OK.. it's still giving me hassles and i'm runnig out of options... I'm thinking that it's a problem with my ISP but they of course don't... either that, or D-Link makes the worste VPN routers in the world.... one thing though is upgrading the Firmware has seemed to reduce the down time a little as it seems to have stayed up over the long weekend (local holiday yesturday), but this morning as people actually tried to use it disconnected several times... could it be some malware on one of the client machines ???


----------



## O111111O (Aug 27, 2005)

Makes IKE timeout longer than IPSEC. Keep IPSEC timeout short. IPSEC SA on one side may be expiring on one side because of no interesting traffic. Keep IPSEC timeout short to make it renegotiate sooner.

IKE timer is quite often 24 hours or more, but many time I keep IPSEC timer short - around 2 hours if possible. Timers should be identical on both routers.

-------------

Also, not sure about the Dlink & it's setup. But general IPSEC rules prohibit you from encapsulating any overlap. I.E. - 192.168.1.0 can't encrypt to 192.168.1.0. IPSEC SA rules should be different subnets with IDENTICAL netmasks and no overlap.

example.

site 1. 192.168.1.0 255.255.255.0
site 2 192.168.2.0 255.255.255.0

Site 1 encrypts traffic from 192.168.1.0 /24 to 192.168.2.0 /24
site 2 encrypts traffic from 192.168.2.0 /24 to 192.168.1.0 /24


----------



## Memnoch322 (May 11, 2005)

O111111O said:


> Also, not sure about the Dlink & it's setup. But general IPSEC rules prohibit you from encapsulating any overlap. I.E. - 192.168.1.0 can't encrypt to 192.168.1.0. IPSEC SA rules should be different subnets with IDENTICAL netmasks and no overlap.
> 
> example.
> 
> ...


DLINK is the same.


----------



## tauese (Jul 12, 2006)

Thanks for the reply... 

The subnets were always different with the same netmask and i set the IPSEC life time to 2 hours after reading your post and The IKE lifetime to about 3 days .. yet i still have the same problem ... though now it seems as if our Router (on one side) needs to be physically rebooted almost every morning in order for the internet to work, let alone the VPN... as the router can't be pinged sometimes... also other times it seems as if the VPN is up but we cannot get internet traffic , then after a software boot of the router the VPN is dropped and the Internet is back on...

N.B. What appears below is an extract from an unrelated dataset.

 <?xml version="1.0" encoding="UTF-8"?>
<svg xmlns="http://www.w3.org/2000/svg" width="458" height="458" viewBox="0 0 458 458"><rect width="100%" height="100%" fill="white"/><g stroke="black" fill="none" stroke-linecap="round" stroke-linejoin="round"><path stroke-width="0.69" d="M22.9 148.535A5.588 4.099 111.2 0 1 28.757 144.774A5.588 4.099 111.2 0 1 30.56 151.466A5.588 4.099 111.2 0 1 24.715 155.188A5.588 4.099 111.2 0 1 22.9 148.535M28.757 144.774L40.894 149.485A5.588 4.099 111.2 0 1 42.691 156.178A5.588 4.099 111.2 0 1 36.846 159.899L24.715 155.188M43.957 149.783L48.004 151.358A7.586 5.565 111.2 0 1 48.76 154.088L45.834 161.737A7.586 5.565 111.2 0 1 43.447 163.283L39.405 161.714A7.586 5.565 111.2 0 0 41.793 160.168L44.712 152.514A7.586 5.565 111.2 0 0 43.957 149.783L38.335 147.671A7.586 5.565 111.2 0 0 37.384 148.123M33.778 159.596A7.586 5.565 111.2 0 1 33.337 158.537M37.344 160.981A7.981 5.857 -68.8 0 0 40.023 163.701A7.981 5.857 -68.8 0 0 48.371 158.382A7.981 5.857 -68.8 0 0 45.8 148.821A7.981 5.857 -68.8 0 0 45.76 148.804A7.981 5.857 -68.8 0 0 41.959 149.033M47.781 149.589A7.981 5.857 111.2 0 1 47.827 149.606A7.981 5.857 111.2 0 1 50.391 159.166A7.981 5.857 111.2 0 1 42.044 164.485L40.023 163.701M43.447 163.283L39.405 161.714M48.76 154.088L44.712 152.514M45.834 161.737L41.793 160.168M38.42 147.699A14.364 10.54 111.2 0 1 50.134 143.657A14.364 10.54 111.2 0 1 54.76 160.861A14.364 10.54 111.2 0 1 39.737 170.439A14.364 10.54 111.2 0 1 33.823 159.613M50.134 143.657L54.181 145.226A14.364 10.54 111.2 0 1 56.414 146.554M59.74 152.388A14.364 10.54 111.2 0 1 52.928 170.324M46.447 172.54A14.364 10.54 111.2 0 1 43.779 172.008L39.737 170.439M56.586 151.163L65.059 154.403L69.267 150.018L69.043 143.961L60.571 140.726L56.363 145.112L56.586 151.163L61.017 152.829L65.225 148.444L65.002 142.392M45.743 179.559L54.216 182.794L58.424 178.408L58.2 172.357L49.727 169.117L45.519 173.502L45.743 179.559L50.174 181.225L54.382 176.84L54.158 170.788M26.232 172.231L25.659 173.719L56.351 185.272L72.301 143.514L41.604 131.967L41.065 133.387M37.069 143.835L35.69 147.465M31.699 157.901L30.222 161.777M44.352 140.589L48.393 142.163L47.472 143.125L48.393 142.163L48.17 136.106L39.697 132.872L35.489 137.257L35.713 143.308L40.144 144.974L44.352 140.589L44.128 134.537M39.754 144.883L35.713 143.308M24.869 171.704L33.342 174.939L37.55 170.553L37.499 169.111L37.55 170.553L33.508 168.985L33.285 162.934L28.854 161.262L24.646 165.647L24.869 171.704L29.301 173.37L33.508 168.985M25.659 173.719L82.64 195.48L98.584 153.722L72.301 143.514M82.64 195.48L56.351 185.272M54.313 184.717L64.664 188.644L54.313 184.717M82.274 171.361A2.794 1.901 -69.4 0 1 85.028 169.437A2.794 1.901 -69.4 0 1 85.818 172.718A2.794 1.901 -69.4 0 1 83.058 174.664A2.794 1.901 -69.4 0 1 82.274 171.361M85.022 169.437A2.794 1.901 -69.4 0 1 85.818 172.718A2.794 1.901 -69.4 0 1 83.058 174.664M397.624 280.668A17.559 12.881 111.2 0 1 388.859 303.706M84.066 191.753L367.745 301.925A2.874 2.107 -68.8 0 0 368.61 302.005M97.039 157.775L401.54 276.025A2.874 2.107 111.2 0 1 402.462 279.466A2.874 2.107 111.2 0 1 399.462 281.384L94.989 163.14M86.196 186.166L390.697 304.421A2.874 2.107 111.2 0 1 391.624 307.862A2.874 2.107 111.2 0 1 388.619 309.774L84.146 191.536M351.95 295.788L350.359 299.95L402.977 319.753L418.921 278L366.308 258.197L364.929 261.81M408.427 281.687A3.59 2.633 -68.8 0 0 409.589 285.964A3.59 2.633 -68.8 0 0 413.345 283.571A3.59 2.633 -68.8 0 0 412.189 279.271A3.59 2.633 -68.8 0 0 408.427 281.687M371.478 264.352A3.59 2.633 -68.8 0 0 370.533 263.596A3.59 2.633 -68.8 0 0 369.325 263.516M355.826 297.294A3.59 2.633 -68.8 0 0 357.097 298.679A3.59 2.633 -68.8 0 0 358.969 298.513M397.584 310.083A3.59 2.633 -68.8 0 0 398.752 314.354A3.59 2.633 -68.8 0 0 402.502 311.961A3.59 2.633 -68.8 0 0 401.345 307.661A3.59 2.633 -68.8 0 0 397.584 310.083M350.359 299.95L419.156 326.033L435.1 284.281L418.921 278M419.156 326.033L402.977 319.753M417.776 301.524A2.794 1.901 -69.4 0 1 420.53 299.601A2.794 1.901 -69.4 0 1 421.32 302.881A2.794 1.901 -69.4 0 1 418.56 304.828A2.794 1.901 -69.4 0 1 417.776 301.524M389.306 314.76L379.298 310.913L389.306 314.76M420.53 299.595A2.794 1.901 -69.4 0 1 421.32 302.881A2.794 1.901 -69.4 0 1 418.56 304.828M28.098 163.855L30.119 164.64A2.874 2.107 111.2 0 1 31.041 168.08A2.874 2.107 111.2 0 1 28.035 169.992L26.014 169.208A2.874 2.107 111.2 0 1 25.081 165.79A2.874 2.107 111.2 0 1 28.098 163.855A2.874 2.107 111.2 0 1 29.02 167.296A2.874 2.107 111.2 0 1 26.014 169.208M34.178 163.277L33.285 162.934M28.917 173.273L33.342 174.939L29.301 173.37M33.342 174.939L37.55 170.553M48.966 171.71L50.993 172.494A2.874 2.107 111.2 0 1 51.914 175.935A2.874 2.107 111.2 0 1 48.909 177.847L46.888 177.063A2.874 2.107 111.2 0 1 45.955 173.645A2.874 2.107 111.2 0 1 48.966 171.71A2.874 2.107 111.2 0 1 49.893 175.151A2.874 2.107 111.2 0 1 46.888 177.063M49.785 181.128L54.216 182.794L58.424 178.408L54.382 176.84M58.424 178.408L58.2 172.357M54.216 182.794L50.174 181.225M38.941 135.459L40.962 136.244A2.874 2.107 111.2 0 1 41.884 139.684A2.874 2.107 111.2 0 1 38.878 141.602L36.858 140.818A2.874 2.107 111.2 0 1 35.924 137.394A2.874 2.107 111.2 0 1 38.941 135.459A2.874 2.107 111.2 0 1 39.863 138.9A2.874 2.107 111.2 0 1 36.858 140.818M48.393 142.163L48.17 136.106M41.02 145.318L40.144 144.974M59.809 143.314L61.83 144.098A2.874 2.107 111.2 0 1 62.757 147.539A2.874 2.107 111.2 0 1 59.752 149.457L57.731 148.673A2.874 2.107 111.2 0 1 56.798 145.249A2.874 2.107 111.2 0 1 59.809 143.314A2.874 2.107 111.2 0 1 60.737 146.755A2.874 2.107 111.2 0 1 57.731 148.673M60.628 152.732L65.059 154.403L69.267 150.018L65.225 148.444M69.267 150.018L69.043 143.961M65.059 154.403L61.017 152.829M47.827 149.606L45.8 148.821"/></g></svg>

I'm also having trouble now with our server .. it only seems to accept Terminal Service connections over our LAN and not over the VPN anymore even when it's working and all the adresses can ping each other.. i've reset the licenses but the error log on the server keeps returning that it can't issue a license to that machine.. not sure if it is related


----------



## O111111O (Aug 27, 2005)

Sounds like state table timeout.

Is there any way to show the connection table in the firewall?


----------



## tauese (Jul 12, 2006)

thanks again for the reply... i had a look at our connection logs and found one PC was using up all the bandwidth on P2P so i blocked that IP from accessing the WAN.. which made things run smoother and the VPN seemed to stay stable...but the Terminal Server still wouldn't connect and when we deleted the licence key on the clients side it would show a black screen on there side then disconnect after a while..

I tried using REALVNC to access a machine on the other side of the VPN but upon connection i would just get a black screen as well... so i figured it wasn't the server...

I was looking over the router settings and checking other forums for simmilar issues when i saw a post mentioning MTU's and i remembered lowering the MTU's on our router a week ago to see if it improved throughput any cause our connection is only a 512K line... anyway i reset it to the default 1500 and viola the Terminal Service and the VNC worked fine.... 

I'll see how the VPN holds up over the next week but i have a feeling it'll be alright i just have to put more restrictions on our network to keep my co-workers from bringing down the VPN...

Thanks for your help


----------